Though its eyes were dry when it was found, the bird couldn't have been dead for long; I discovered tiny bird lice on its feathers this morning, leaving their host since it was deceased. Here is a view of a louse on the junco's breast feathers -- greatly enlarged, of course.

I'm always fascinated by bird feet. Not only do birds have very specialized feet depending on how and where they live, their scaly toes and sharp claws are such an interesting contrast to their soft, downy feathers.

October Junco III

I don't know much about juncos. They usually arrive in Ann Arbor around late-fall and stay for the winter. When I see them feeding at a birdfeeder, they're usually on the ground, eating fallen millet seeds. And as far as birds go, juncos are rather nondescript, with gray and white plumage. At least, that's what I thought...

October Junco IV

... until I took a closer look. In reality, all kinds of hues are mixed in with the junco's gray-and-white plumage: tawny browns and slate-blues, blacks and reds. It was amazing to have the chance to see such a beautiful palette of colors, and this has certainly increased my appreciation of juncos.

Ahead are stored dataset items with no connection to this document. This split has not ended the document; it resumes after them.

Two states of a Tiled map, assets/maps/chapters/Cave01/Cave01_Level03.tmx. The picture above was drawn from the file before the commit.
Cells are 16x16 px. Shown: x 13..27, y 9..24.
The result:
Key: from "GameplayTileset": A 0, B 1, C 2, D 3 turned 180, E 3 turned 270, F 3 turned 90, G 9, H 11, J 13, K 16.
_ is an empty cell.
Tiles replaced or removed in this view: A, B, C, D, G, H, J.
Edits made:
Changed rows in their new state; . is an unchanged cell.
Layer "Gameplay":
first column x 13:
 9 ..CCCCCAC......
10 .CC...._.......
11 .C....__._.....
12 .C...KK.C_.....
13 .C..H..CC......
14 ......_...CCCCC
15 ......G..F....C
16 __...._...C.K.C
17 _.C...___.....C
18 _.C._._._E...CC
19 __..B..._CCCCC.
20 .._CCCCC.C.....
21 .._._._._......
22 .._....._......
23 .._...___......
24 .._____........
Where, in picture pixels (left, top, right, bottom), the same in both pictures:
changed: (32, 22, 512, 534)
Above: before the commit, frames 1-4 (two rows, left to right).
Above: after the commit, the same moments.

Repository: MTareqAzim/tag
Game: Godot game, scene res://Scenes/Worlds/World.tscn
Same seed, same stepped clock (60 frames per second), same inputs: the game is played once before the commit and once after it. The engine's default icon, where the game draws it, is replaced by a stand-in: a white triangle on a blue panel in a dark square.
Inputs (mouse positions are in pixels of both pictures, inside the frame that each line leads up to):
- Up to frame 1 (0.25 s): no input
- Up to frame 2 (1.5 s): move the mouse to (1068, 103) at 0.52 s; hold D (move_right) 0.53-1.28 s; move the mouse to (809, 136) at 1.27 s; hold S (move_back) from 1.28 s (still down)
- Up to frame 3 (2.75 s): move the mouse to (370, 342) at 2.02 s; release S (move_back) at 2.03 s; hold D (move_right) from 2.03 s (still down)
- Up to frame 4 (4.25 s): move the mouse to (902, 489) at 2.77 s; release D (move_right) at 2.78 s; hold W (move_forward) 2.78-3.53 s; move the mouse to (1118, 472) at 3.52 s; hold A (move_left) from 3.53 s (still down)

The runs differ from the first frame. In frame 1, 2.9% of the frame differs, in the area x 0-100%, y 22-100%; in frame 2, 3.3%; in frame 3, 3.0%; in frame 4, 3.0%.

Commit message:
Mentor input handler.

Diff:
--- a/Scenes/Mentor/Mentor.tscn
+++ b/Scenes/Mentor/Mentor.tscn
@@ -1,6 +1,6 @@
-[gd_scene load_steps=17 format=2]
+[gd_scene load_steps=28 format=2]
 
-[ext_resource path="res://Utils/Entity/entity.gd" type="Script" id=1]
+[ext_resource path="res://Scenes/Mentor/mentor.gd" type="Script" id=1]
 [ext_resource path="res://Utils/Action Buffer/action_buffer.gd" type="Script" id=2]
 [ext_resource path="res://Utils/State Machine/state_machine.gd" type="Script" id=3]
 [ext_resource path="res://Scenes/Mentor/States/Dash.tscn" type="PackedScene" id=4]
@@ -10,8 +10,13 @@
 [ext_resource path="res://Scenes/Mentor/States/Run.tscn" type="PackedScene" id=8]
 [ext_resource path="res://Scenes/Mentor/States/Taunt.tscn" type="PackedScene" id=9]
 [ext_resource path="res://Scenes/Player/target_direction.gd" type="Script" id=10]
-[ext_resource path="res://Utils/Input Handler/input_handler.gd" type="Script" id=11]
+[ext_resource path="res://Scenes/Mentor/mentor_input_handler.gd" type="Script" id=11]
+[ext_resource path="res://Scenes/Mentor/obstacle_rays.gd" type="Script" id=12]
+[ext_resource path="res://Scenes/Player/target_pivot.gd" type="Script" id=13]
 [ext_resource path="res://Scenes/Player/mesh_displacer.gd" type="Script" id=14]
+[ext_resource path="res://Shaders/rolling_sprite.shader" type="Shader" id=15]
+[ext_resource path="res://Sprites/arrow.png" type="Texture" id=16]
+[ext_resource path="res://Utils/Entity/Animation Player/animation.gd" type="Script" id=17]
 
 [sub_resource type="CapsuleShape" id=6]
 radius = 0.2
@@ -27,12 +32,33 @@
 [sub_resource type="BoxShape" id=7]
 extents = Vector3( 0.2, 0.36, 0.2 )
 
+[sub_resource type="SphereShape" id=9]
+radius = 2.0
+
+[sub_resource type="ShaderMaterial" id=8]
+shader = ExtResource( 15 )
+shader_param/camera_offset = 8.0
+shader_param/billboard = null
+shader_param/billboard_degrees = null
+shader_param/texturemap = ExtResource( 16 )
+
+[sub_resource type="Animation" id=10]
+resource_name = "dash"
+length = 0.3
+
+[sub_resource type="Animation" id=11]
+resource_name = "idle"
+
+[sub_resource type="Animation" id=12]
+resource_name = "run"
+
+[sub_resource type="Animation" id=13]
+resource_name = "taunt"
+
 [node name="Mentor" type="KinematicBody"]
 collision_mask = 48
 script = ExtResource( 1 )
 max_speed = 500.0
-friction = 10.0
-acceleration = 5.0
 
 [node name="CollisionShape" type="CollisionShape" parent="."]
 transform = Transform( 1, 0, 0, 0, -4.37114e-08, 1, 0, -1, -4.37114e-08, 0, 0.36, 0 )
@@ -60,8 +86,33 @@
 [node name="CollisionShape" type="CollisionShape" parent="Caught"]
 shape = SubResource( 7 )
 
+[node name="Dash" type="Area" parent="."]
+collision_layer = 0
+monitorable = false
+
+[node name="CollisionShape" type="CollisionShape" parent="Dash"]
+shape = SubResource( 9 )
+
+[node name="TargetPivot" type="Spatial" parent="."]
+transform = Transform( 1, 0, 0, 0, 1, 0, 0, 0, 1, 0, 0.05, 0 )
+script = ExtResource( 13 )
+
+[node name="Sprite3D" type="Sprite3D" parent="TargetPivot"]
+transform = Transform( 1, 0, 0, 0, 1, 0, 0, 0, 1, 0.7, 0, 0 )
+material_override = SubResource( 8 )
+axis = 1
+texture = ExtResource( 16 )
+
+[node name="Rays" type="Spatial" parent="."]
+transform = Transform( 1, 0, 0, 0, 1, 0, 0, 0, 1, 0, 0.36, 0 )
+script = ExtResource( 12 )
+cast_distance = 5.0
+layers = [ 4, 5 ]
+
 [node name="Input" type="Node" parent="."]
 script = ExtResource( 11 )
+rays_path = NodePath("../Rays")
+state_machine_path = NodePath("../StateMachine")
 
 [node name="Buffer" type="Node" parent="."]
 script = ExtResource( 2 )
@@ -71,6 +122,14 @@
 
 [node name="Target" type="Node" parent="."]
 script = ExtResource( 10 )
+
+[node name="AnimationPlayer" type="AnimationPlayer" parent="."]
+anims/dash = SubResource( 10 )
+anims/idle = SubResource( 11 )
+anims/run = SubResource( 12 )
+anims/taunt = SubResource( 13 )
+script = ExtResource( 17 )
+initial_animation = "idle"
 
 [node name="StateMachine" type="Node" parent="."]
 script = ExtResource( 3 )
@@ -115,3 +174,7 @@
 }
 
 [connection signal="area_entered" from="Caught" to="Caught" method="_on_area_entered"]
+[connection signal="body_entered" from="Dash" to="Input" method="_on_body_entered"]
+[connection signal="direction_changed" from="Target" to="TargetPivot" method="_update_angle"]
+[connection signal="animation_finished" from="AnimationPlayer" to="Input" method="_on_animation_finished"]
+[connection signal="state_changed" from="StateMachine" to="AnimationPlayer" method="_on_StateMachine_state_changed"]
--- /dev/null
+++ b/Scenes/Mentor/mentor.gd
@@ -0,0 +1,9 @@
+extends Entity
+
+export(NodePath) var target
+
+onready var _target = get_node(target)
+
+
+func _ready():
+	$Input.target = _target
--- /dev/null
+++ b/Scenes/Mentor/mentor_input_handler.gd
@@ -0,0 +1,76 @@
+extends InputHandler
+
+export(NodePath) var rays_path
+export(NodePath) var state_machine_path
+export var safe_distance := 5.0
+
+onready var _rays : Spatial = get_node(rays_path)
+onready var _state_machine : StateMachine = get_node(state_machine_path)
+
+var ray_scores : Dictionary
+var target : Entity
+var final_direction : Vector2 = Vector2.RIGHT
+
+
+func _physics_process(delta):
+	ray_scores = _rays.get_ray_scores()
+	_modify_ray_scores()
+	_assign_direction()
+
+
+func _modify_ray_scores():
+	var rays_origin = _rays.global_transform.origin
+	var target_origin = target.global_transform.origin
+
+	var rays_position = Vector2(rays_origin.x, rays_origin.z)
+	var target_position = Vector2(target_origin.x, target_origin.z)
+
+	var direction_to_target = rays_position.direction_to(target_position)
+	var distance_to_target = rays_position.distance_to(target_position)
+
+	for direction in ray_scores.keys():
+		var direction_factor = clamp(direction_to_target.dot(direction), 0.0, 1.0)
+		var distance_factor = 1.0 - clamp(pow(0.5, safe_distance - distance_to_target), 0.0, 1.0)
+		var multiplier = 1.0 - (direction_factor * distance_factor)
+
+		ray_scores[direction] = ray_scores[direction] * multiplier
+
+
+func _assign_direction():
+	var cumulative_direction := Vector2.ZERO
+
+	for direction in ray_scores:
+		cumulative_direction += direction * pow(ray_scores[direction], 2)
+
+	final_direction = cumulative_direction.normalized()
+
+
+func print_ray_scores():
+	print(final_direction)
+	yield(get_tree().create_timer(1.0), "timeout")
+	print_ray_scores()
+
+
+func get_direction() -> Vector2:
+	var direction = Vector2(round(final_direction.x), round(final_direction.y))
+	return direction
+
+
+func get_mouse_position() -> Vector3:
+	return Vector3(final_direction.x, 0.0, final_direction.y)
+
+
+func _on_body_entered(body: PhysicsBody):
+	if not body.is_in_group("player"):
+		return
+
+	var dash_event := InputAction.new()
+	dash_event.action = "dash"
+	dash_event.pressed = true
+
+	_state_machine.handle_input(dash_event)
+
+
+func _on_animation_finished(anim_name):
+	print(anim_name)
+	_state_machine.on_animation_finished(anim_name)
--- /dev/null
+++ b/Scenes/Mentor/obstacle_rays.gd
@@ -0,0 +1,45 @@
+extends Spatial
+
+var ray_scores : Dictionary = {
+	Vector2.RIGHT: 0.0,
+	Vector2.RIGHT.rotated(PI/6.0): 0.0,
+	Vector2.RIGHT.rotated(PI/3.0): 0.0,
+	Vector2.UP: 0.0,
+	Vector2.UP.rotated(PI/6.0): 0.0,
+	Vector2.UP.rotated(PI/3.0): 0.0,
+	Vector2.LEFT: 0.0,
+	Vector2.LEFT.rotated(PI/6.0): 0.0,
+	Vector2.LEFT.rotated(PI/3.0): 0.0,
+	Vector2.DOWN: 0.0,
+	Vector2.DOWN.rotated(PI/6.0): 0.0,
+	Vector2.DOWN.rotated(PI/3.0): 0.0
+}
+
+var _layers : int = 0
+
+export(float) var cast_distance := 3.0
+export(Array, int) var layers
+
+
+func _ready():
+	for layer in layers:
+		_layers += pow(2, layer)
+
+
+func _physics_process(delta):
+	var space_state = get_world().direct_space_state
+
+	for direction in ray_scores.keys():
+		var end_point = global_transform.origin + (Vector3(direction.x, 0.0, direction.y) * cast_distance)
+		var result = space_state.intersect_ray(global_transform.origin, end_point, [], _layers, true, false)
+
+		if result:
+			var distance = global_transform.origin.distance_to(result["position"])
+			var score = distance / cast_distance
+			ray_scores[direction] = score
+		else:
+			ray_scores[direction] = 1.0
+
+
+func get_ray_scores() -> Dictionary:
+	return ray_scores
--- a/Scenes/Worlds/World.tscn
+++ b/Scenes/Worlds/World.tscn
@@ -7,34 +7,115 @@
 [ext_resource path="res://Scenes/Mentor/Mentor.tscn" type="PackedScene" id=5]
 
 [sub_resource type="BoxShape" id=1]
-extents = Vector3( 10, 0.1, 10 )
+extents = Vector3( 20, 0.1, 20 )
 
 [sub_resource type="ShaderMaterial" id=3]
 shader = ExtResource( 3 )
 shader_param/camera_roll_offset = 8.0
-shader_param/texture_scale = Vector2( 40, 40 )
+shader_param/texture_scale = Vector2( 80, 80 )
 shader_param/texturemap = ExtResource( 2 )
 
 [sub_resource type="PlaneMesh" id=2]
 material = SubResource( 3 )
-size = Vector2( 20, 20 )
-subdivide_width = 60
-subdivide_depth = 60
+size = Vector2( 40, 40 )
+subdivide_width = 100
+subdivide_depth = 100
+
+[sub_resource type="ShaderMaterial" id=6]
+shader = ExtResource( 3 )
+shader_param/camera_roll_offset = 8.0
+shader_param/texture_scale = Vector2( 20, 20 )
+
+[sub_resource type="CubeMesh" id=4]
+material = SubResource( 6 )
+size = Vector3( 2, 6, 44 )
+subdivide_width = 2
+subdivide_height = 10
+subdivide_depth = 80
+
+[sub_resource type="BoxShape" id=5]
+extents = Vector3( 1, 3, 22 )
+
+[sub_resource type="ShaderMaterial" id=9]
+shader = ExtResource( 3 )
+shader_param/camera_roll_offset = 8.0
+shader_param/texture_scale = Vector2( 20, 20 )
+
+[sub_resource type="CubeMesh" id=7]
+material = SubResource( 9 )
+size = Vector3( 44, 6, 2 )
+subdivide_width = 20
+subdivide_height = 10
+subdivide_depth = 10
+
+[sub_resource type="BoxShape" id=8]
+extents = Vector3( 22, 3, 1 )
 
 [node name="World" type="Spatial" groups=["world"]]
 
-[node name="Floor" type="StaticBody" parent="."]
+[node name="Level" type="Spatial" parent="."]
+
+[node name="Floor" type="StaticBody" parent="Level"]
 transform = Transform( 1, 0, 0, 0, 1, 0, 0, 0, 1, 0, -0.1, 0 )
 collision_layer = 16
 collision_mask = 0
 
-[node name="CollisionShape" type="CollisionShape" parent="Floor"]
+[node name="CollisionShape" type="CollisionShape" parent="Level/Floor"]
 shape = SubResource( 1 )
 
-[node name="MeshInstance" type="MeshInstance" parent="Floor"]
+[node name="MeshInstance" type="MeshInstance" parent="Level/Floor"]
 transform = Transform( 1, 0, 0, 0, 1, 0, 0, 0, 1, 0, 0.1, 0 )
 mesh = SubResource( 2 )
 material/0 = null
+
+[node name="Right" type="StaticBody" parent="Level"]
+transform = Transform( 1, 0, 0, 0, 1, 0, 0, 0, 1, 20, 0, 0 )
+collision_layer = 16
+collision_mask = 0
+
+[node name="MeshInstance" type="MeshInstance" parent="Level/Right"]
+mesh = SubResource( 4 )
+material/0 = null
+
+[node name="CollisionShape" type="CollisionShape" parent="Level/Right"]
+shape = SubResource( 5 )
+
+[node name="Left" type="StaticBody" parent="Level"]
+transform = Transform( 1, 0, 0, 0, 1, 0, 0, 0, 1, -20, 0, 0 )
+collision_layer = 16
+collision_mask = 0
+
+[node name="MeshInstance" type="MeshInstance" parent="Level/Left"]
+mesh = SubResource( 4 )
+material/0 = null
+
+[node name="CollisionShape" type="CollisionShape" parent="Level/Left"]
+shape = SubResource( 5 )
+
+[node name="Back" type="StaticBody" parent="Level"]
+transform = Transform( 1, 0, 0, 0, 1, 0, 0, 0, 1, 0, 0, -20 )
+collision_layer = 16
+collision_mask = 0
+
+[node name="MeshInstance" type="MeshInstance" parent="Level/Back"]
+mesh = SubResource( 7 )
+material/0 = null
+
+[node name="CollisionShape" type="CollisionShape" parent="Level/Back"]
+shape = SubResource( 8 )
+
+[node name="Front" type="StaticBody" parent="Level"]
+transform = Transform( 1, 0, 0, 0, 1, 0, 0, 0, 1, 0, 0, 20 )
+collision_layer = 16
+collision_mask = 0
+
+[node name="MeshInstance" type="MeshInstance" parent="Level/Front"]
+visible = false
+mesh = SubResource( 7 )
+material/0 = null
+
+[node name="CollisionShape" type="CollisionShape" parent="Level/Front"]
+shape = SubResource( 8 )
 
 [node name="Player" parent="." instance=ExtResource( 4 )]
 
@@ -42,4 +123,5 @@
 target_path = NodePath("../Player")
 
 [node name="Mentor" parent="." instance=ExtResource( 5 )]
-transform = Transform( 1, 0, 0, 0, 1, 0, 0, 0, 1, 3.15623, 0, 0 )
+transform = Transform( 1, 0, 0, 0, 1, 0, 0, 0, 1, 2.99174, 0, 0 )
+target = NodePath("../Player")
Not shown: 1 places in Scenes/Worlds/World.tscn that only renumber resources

Wednesday, October 27, 2010

Two Tales of Deer, Part II

One thing -- as I mentioned at the close of my previous post -- that I've tried to avoid in this series is photographing animals that were killed purposely by humans. I don't hang out at slaughterhouses and haven't been to the buck pole in years, so hunted and slaughtered animals just aren't something I ever encounter. In addition, as I think I might have explained in the early days of this blog, society -- myself included -- has a completely different perception of livestock and game animals that are killed for food.

Hunting is a sensitive subject for me; I both understand it and dislike it. As speciesist as it may be, I am much more open to the hunting of herbivores (such as deer) than that of carnivores (such as coyotes). And, having lived in the state of Michigan my entire life, I certainly understand the hype and celebration surrounding deer season. All that said, all opinions aside, hunting is completely within the law -- that is, if you're doing it legally.

This story isn't about natural deaths, nor is it about deer season -- it's about poaching, and a blatant disregard and disrespect for life and the law.

On Sunday morning, my dad and I drove out toward Pinckney to visit friend and fellow photographer Marc Akemann. About a week earlier, when I had been lamenting the lack of subject matter in Ann Arbor, Marc had suggested I visit, as his property borders the Brighton Recreation Area. He told me that he was finding dead animals all the time out there -- primarily, poached deer.

Upon arriving, the first spot we inspected was a parking area next to a small lake. As soon as I climbed out of the car, the stench of death hit me -- it was a very familiar odor, one that I'd not encountered in many years. It was the smell of recently-slaughtered, rotting deer. The bodies didn't take long to locate. The first two deer that we found had to have been killed within the past couple weeks -- one was extremely fresh: the fat and muscle on his exposed ribcage was glistening, and flies were flocking to his legs and face. The second was only slightly older; the fur had seemingly exploded from his head, creating a most bizarre scene:

Poached Deer

A third deer was found in the most disturbing of places: beneath a heap of garbage. The corpse had been hidden, but not very well, as a simple nudge of the trash uncovered the skull's ghastly smile:

Poached Deer

This deer, too, had not been there for more than a month or so. Skin and fur still clung to the skull, and the mountain of waste atop the body was trapping in the smell, and perhaps slowing decomposition. The deer's teeth, and that perceived grimace, was incredibly powerful to me. Combined with the trash and ditched mustard packet, the scene spoke volumes. Waste... disrespect... uselessness.

Poached Deer

These deer were poached for meat and antlers. After those things were taken, the bodies were thrown into roadside ditches, hidden beneath piles of brush and garbage, and, in some cases, left behind in plain sight without a care in respect to life or the law. I did find the remains of two or three does (both yearling and adult), but the majority of the corpses belonged to bucks. Their antlers were cut from their heads, leaving behind grisly, gaping holes in the skulls.

Poached Deer

This skull, bleached white and starting to grow green moss or algae, had been there for quite some time -- a few years, at the least -- and one must wonder just how many layers of poached deer line the parking lots and roadsides of this area.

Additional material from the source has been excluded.